◆ **TASK DESCRIPTION**
Starting at the first line of the records below, reproduce every line up to and including the line with "bracket_height = total_height - bar_size", but leave out all pictures.

--- MATERIAL FOR THIS EXERCISE Enclosed Below ---

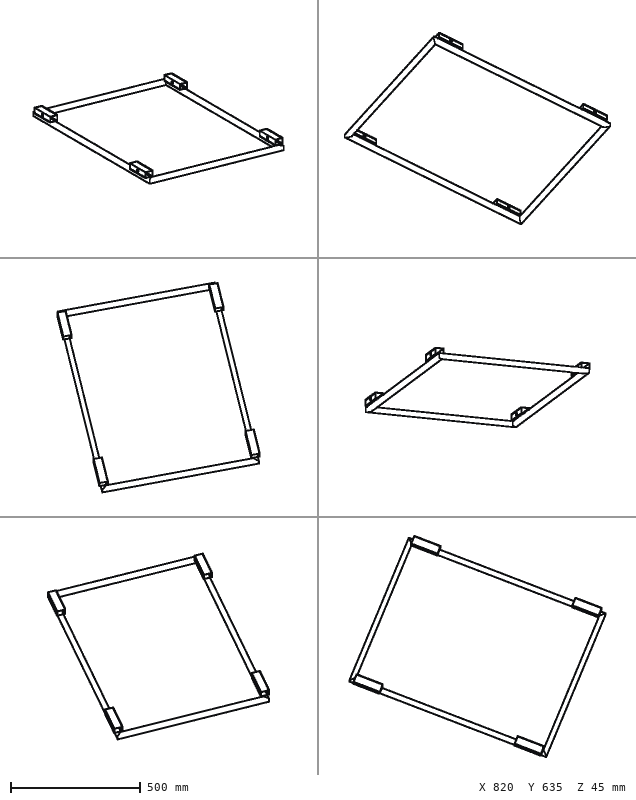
import cadquery as cq

frame_length = 820.0
frame_width = 620.0
bar_size = 20.0
bar_edge_radius = 2.0

total_width = 635.0
total_height = 45.0
bracket_length = 110.0
bracket_wall = 2.0
bolt_hole_diameter = 10.0

bracket_height = total_height - bar_size
bracket_overhang = (total_width - frame_width) / 2
bracket_width = bar_size + 2 * bracket_overhang
bracket_x = frame_length / 2 - bar_size - bracket_length / 2
bracket_y = (frame_width - bar_size) / 2


def mitred_bar(length):
    """Bar along X centred on the Z axis, resting on Z = 0, with its long side at -Y."""
    half_length = length / 2
    half_bar = bar_size / 2
    blank = (
        cq.Workplane("XY")
        .box(length, bar_size, bar_size, centered=(True, True, False))
        .edges("|X")
        .fillet(bar_edge_radius)
    )
    mitre_outline = (
        cq.Workplane("XY")
        .polyline([
            (-half_length, -half_bar),
            (half_length, -half_bar),
            (half_length - bar_size, half_bar),
            (-half_length + bar_size, half_bar),
        ])
        .close()
        .extrude(bar_size)
    )
    return blank.intersect(mitre_outline)


def frame_bar(length, frame_depth, angle):
    """Mitred bar moved out to its side of the frame and turned about the Z axis."""
    outward = (frame_depth - bar_size) / 2
    return mitred_bar(length).translate((0, -outward, 0)).rotate((0, 0, 0), (0, 0, 1), angle)


def tube_bracket(x, y):
    """Rectangular tube along X, open at both ends, with a bolt hole through both side walls."""
    wall_section = (
        cq.Workplane("YZ")
        .rect(bracket_width, bracket_height)
        .rect(bracket_width - 2 * bracket_wall, bracket_height - 2 * bracket_wall)
    )
    tube = wall_section.extrude(bracket_length / 2, both=True)
    bolt_hole = (
        cq.Workplane("XZ")
        .circle(bolt_hole_diameter / 2)
        .extrude(bracket_width, both=True)
    )
    return tube.cut(bolt_hole).translate((x, y, bar_size + bracket_height / 2))


long_bars = [frame_bar(frame_length, frame_width, angle) for angle in (0, 180)]
short_bars = [frame_bar(frame_width, frame_length, angle) for angle in (90, 270)]
brackets = [
    tube_bracket(side_x * bracket_x, side_y * bracket_y)
    for side_x in (-1, 1)
    for side_y in (-1, 1)
]

bodies = long_bars + short_bars + brackets
result = cq.Compound.makeCompound([body.solids().val() for body in bodies])
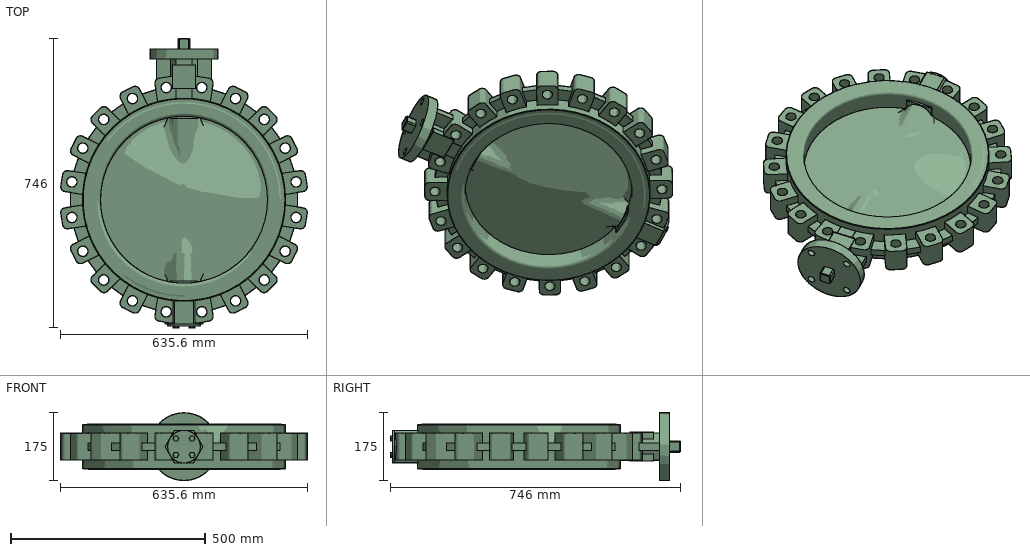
import cadquery as cq
import math


body_radius = 261.5
body_half_height = 57.5
body_chamfer = 1.5
liner_half_height = 58.5
liner_radius = 250.5
liner_face_radius = 247.0
bore_radius = 215.0
bore_lip_radius = 9.0
pad_distance = 209.0
pad_width = 70.0
pad_height = 79.0

lug_count = 20
lug_pitch = 360.0 / lug_count
bolt_circle_radius = 292.5
bolt_hole_diameter = 26.0
lug_width = 55.0
lug_outer_distance = 319.3
lug_corner_radius = 13.0
lug_height = 70.0
web_distance = 292.5
web_thickness = 20.0
ring_core_radius = 240.0

neck_across_flats = 71.0
neck_web_width = 142.0
flange_start = 362.0
flange_thickness = 26.5
flange_diameter = 175.0
flange_bolt_circle = 140.0
flange_hole_count = 4
flange_hole_diameter = 18.0
stem_end = 415.7
stem_width = 30.0
stem_corner_chamfer = 3.5
stem_end_chamfer = 2.0
label_size = 60.0
label_height = 75.0
label_centre = 316.5

boss_across_flats = 84.0
boss_end = 320.0
cover_radius = boss_across_flats / 2
cover_thickness = 6.0
screw_head_across_flats = 13.0
screw_head_height = 4.3
screw_offset = 21.0

disc_rim_half_thickness = 5.0
dome_height = 34.0
dome_foot_radius = 200.0
rim_fillet = 40.0
hub_end = 212.0
hub_end_radius = 36.3
hub_knee = 137.7
hub_knee_radius = 33.0
hub_tip = 60.0
hub_tip_radius = 22.9
hub_fillet = 28.0
disc_radius = bore_radius + 1.0


def hexagon_corner_diameter(across_flats):
    return across_flats / math.cos(math.pi / 6)


def prism_along_y(across_flats, start, end):
    """Hexagonal prism along Y with two flats facing +Z and -Z."""
    corner_diameter = hexagon_corner_diameter(across_flats)
    return (
        cq.Workplane("XZ", origin=(0, start, 0))
        .polygon(6, corner_diameter)
        .extrude(start - end)
    )


def rod_along_y(radius, start, end):
    return cq.Workplane("XZ", origin=(0, start, 0)).circle(radius).extrude(start - end)


def block(width, depth, height, centre_y):
    return cq.Workplane("XY").box(width, depth, height).translate((0, centre_y, 0))


def body_ring():
    ring = cq.Workplane("XY").circle(body_radius).extrude(body_half_height, both=True)
    ring = ring.faces("|Z").edges().chamfer(body_chamfer)
    half_liner = (
        cq.Workplane("XZ")
        .lineTo(liner_radius, 0)
        .lineTo(liner_radius, body_half_height)
        .lineTo(liner_face_radius, liner_half_height)
        .lineTo(0, liner_half_height)
        .close()
        .revolve(360, (0, 0, 0), (0, 1, 0))
    )
    return ring.union(half_liner).union(half_liner.mirror("XY"))


def lug():
    length = lug_outer_distance - ring_core_radius
    return (
        cq.Workplane("XY")
        .box(length, lug_width, lug_height)
        .translate((ring_core_radius + length / 2, 0, 0))
        .edges("|Z and >X")
        .fillet(lug_corner_radius)
    )


def lug_ring():
    corner_diameter = 2 * web_distance / math.cos(math.pi / lug_count)
    ring = (
        cq.Workplane("XY")
        .polygon(lug_count, corner_diameter)
        .extrude(web_thickness / 2, both=True)
        .rotate((0, 0, 0), (0, 0, 1), lug_pitch / 2)
    )
    single_lug = lug()
    for index in range(lug_count):
        angle = lug_pitch * (index + 0.5)
        ring = ring.union(single_lug.rotate((0, 0, 0), (0, 0, 1), angle))
    return ring


def bolt_holes():
    return (
        cq.Workplane("XY")
        .polarArray(bolt_circle_radius, lug_pitch / 2, 360, lug_count)
        .circle(bolt_hole_diameter / 2)
        .extrude(lug_height, both=True)
    )


def neck():
    neck_length = flange_start - ring_core_radius
    column = prism_along_y(neck_across_flats, ring_core_radius, flange_start)
    wings = block(neck_web_width, neck_length, web_thickness, ring_core_radius + neck_length / 2)
    label = block(label_size, label_size, label_height, label_centre)
    return column.union(wings).union(label)


def top_flange():
    flange_end = flange_start + flange_thickness
    first_hole_angle = 180 / flange_hole_count
    flange = rod_along_y(flange_diameter / 2, flange_start, flange_end)
    holes = (
        cq.Workplane("XZ", origin=(0, flange_start, 0))
        .polarArray(flange_bolt_circle / 2, first_hole_angle, 360, flange_hole_count)
        .circle(flange_hole_diameter / 2)
        .extrude(-flange_thickness)
    )
    stem_length = stem_end - flange_end
    stem = (
        block(stem_width, stem_length, stem_width, flange_end + stem_length / 2)
        .edges("|Y")
        .chamfer(stem_corner_chamfer)
        .faces(">Y")
        .chamfer(stem_end_chamfer)
    )
    return flange.cut(holes).union(stem)


def bottom_boss():
    cover_end = boss_end + cover_thickness
    boss = prism_along_y(boss_across_flats, -ring_core_radius, -boss_end)
    boss = boss.union(rod_along_y(cover_radius, -boss_end, -cover_end))
    head_corner_diameter = hexagon_corner_diameter(screw_head_across_flats)
    heads = (
        cq.Workplane("XZ", origin=(0, -cover_end, 0))
        .rect(2 * screw_offset, 2 * screw_offset, forConstruction=True)
        .vertices()
        .polygon(6, head_corner_diameter)
        .extrude(screw_head_height)
    )
    return boss.union(heads)


def bore():
    """Through bore with a rounded lip at both ends."""
    lip_start = liner_half_height - bore_lip_radius
    lip_outer = bore_radius + bore_lip_radius
    lip_diagonal = bore_lip_radius * math.sqrt(0.5)
    half_bore = (
        cq.Workplane("XZ")
        .lineTo(bore_radius, 0)
        .lineTo(bore_radius, lip_start)
        .threePointArc(
            (lip_outer - lip_diagonal, lip_start + lip_diagonal),
            (lip_outer, liner_half_height),
        )
        .lineTo(0, liner_half_height)
        .close()
        .revolve(360, (0, 0, 0), (0, 1, 0))
    )
    return half_bore.union(half_bore.mirror("XY"))


def seat_pads():
    """Flat pads on the bore wall where the stem passes through the liner."""
    depth = ring_core_radius - pad_distance
    pad = block(pad_width, depth, pad_height, pad_distance + depth / 2)
    return pad.union(pad.mirror("XZ"))


def hub():
    """Tapered stem hub along +Y, steeper past the knee so that it sinks into the dome."""
    return (
        cq.Workplane("XY")
        .moveTo(0, hub_tip)
        .lineTo(hub_tip_radius, hub_tip)
        .lineTo(hub_knee_radius, hub_knee)
        .lineTo(hub_end_radius, hub_end)
        .lineTo(0, hub_end)
        .close()
        .revolve(360, (0, 0, 0), (0, 1, 0))
    )


def rim_cove(sphere_radius, sphere_centre):
    """Ring that blends the flat rim into the dome with a concave arc tangent to both."""
    arc_height = disc_rim_half_thickness + rim_fillet
    centre_distance = sphere_radius + rim_fillet
    lean = math.acos((arc_height - sphere_centre) / centre_distance)
    arc_radius = centre_distance * math.sin(lean)
    dome_touch = (
        sphere_radius * math.sin(lean),
        sphere_centre + sphere_radius * math.cos(lean),
    )
    arc_middle = (
        arc_radius - rim_fillet * math.sin(lean / 2),
        arc_height - rim_fillet * math.cos(lean / 2),
    )
    return (
        cq.Workplane("XZ")
        .moveTo(arc_radius, 0)
        .lineTo(arc_radius, disc_rim_half_thickness)
        .threePointArc(arc_middle, dome_touch)
        .lineTo(dome_touch[0], 0)
        .close()
        .revolve(360, (0, 0, 0), (0, 1, 0))
    )


def half_disc():
    """Upper half of the disc: flat rim, spherical dome, two hubs blended into the dome."""
    rise = dome_height - disc_rim_half_thickness
    sphere_radius = (dome_foot_radius**2 + rise**2) / (2 * rise)
    sphere_centre = dome_height - sphere_radius
    dome = cq.Workplane("XY").sphere(sphere_radius).translate((0, 0, sphere_centre))
    hubs = hub().union(hub().mirror("XZ"))
    blended = dome.union(hubs).edges("%BSPLINE").fillet(hub_fillet)
    upper_space = cq.Workplane("XY").circle(disc_radius).extrude(2 * dome_height)
    rim = cq.Workplane("XY").circle(disc_radius).extrude(disc_rim_half_thickness)
    half = blended.intersect(upper_space).union(rim)
    return half.union(rim_cove(sphere_radius, sphere_centre))


def valve():
    housing = body_ring().union(lug_ring()).union(neck()).union(top_flange()).union(bottom_boss())
    housing = housing.cut(bolt_holes()).cut(bore()).union(seat_pads())
    upper_disc = half_disc()
    return housing.union(upper_disc.union(upper_disc.mirror("XY")))


result = valve()

--- End of Enclosed MATERIAL FOR THIS EXERCISE ---

◆ **RESPONSE FOR THIS EXERCISE**
import cadquery as cq

frame_length = 820.0
frame_width = 620.0
bar_size = 20.0
bar_edge_radius = 2.0

total_width = 635.0
total_height = 45.0
bracket_length = 110.0
bracket_wall = 2.0
bolt_hole_diameter = 10.0

bracket_height = total_height - bar_size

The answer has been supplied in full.